The data sets used in the example contains millions of records. If you use these data sets, loading may take a long time to complete.

Prerequisites

The example uses publicly available data from Companies House. If you want to try it for yourself, you can download:

Extract the CSV and TXT files and edit the example scripts to match the path and file names. 

Create a configuration file for the company data

Create a plain text file with the following content:

input {
 file {
   path => "C:\data\BasicCompanyDataAsOneFile-2018-01-01.csv"
   start_position => beginning
 }
}
filter {
   csv {
separator => ","
autodetect_column_names => true
autogenerate_column_names => true
   }
}
output {
   elasticsearch {
       hosts => ["127.0.0.1:9220"]
       index => "company"
   }
}

Edit the path to match the location of the CSV file and save it as logstash_csv.conf in the same path as the data set.
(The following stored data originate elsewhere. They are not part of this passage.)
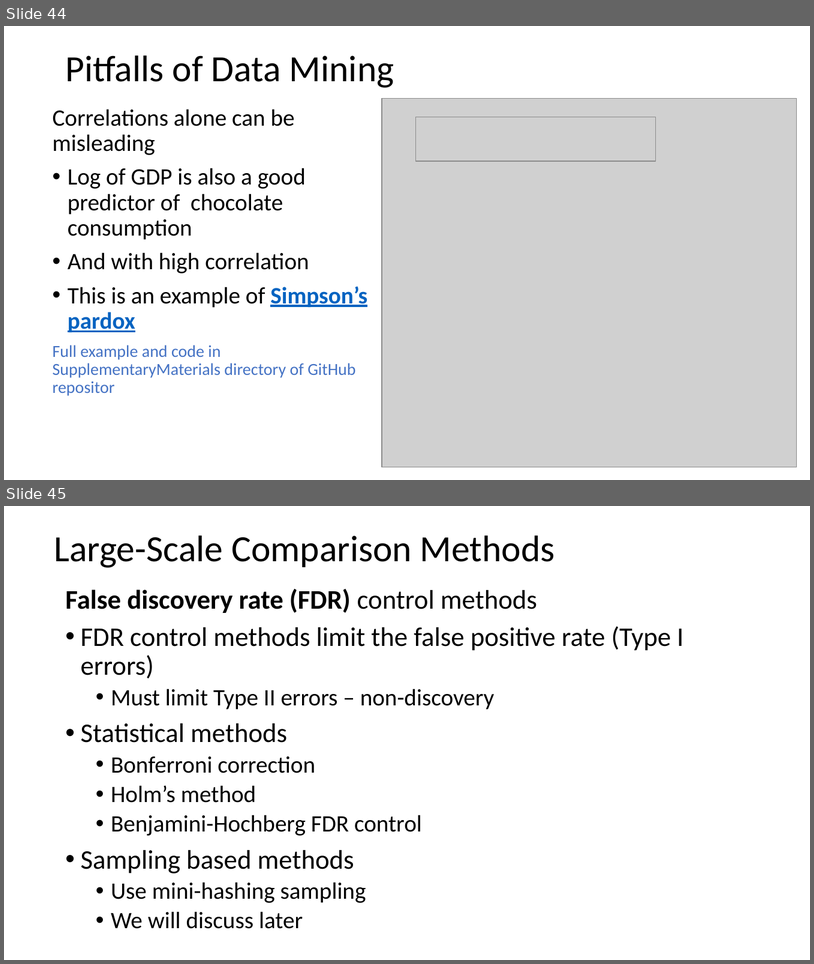
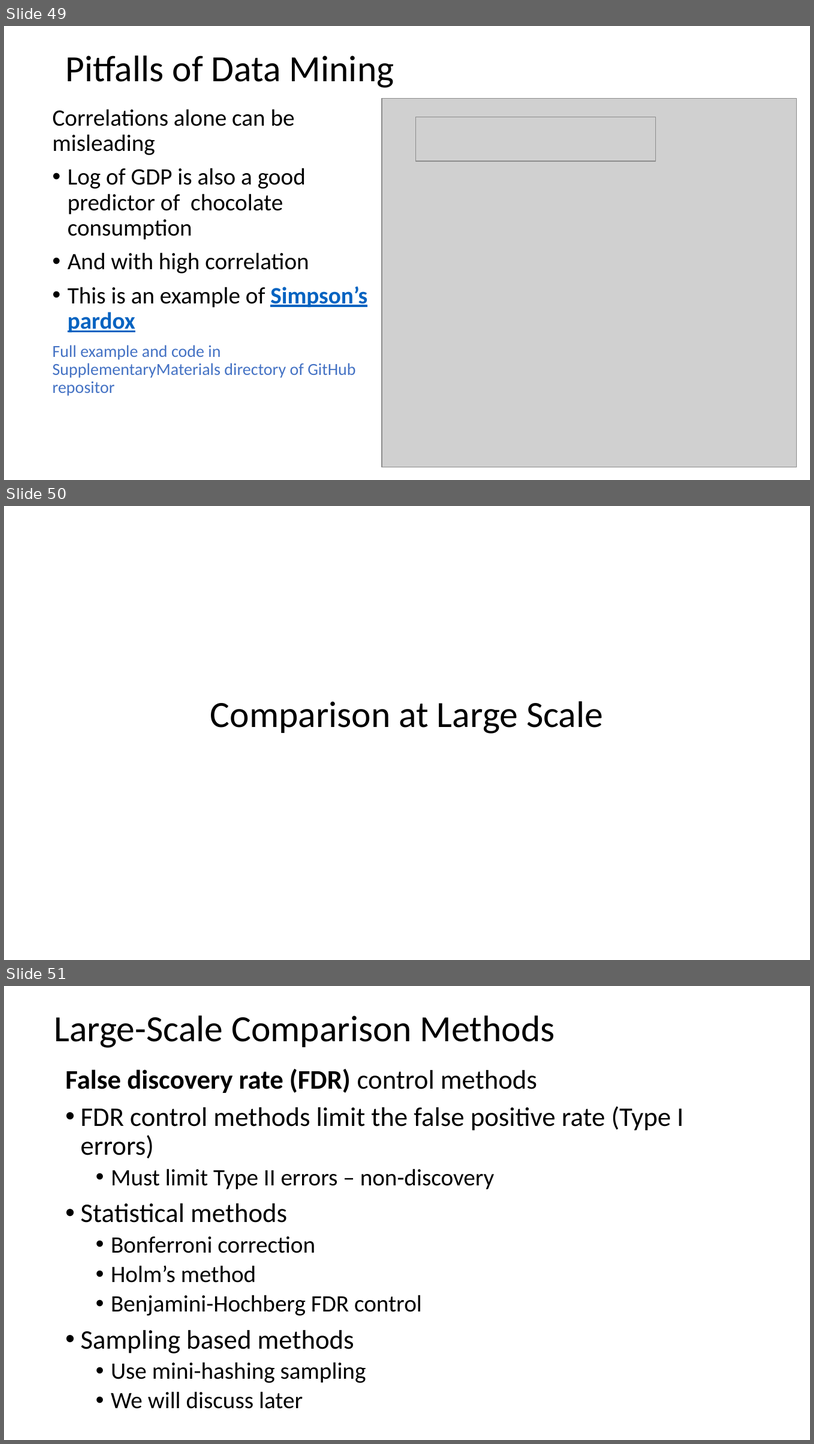
Before and after one commit to StephenElston/CSCI-E-108, a slide deck: slides/1_Introduction.pptx. Shown one above the other, each under a label of ours: slides 44 and 45 before the commit, slides 49, 50 and 51 after it. The pictures are 814x964 and 814x1444 pixels, drawn with LibreOffice and Linux fonts; fonts in the diff are those of the drawing; grey boxes stand for pictures. Boxes give left, top, right and bottom in pixels: in the first picture for what was removed or moved away, otherwise in the second. Text is boxed around its words. In the diff, an @@ line names an element or a change of style, - is before the commit and + after.

```diff
--- a/slides/1_Introduction.pptx
+++ b/slides/1_Introduction.pptx
@@ slide 50 added at (x1=4, y1=506, x2=810, y2=960), background #FFFFFF @@
@@ title added at (x1=210, y1=701, x2=603, y2=733), 44 pt, text #000000 @@
+Comparison at Large Scale
@@ what was slide 44 is now slide 49 @@
@@ what was slide 45 is now slide 51 @@
```
Also in this commit, not shown: 5 other slides added.

Create a configuration file for the person with significant control data

Create a plain text file with the following content:

input {
 file {
   type => "json"
   path => "C:\data\persons-with-significant-control-snapshot-2018-01-01.txt"
   start_position => beginning
 }
}
filter {
 json {
   source => "message"
 }
 mutate {
   uppercase => [ "data[name]" ]
 }
}
output {
   elasticsearch {
       hosts => ["127.0.0.1:9220"]
       index => "persons-control"
   }
}

Edit the path to match the location of the TXT file and save it as logstash_json.conf in the same path as the data set.

Load the data

From the command prompt, navigate to the logstash/bin folder and run Logstash with the configuration files you created earlier. For example:

logstash -f C:\data\logstash_csv.conf
logstash -f C:\data\logstash_json.conf

Tip

You can speed up the import process by installing a second instance of Logstash and running the imports concurrently.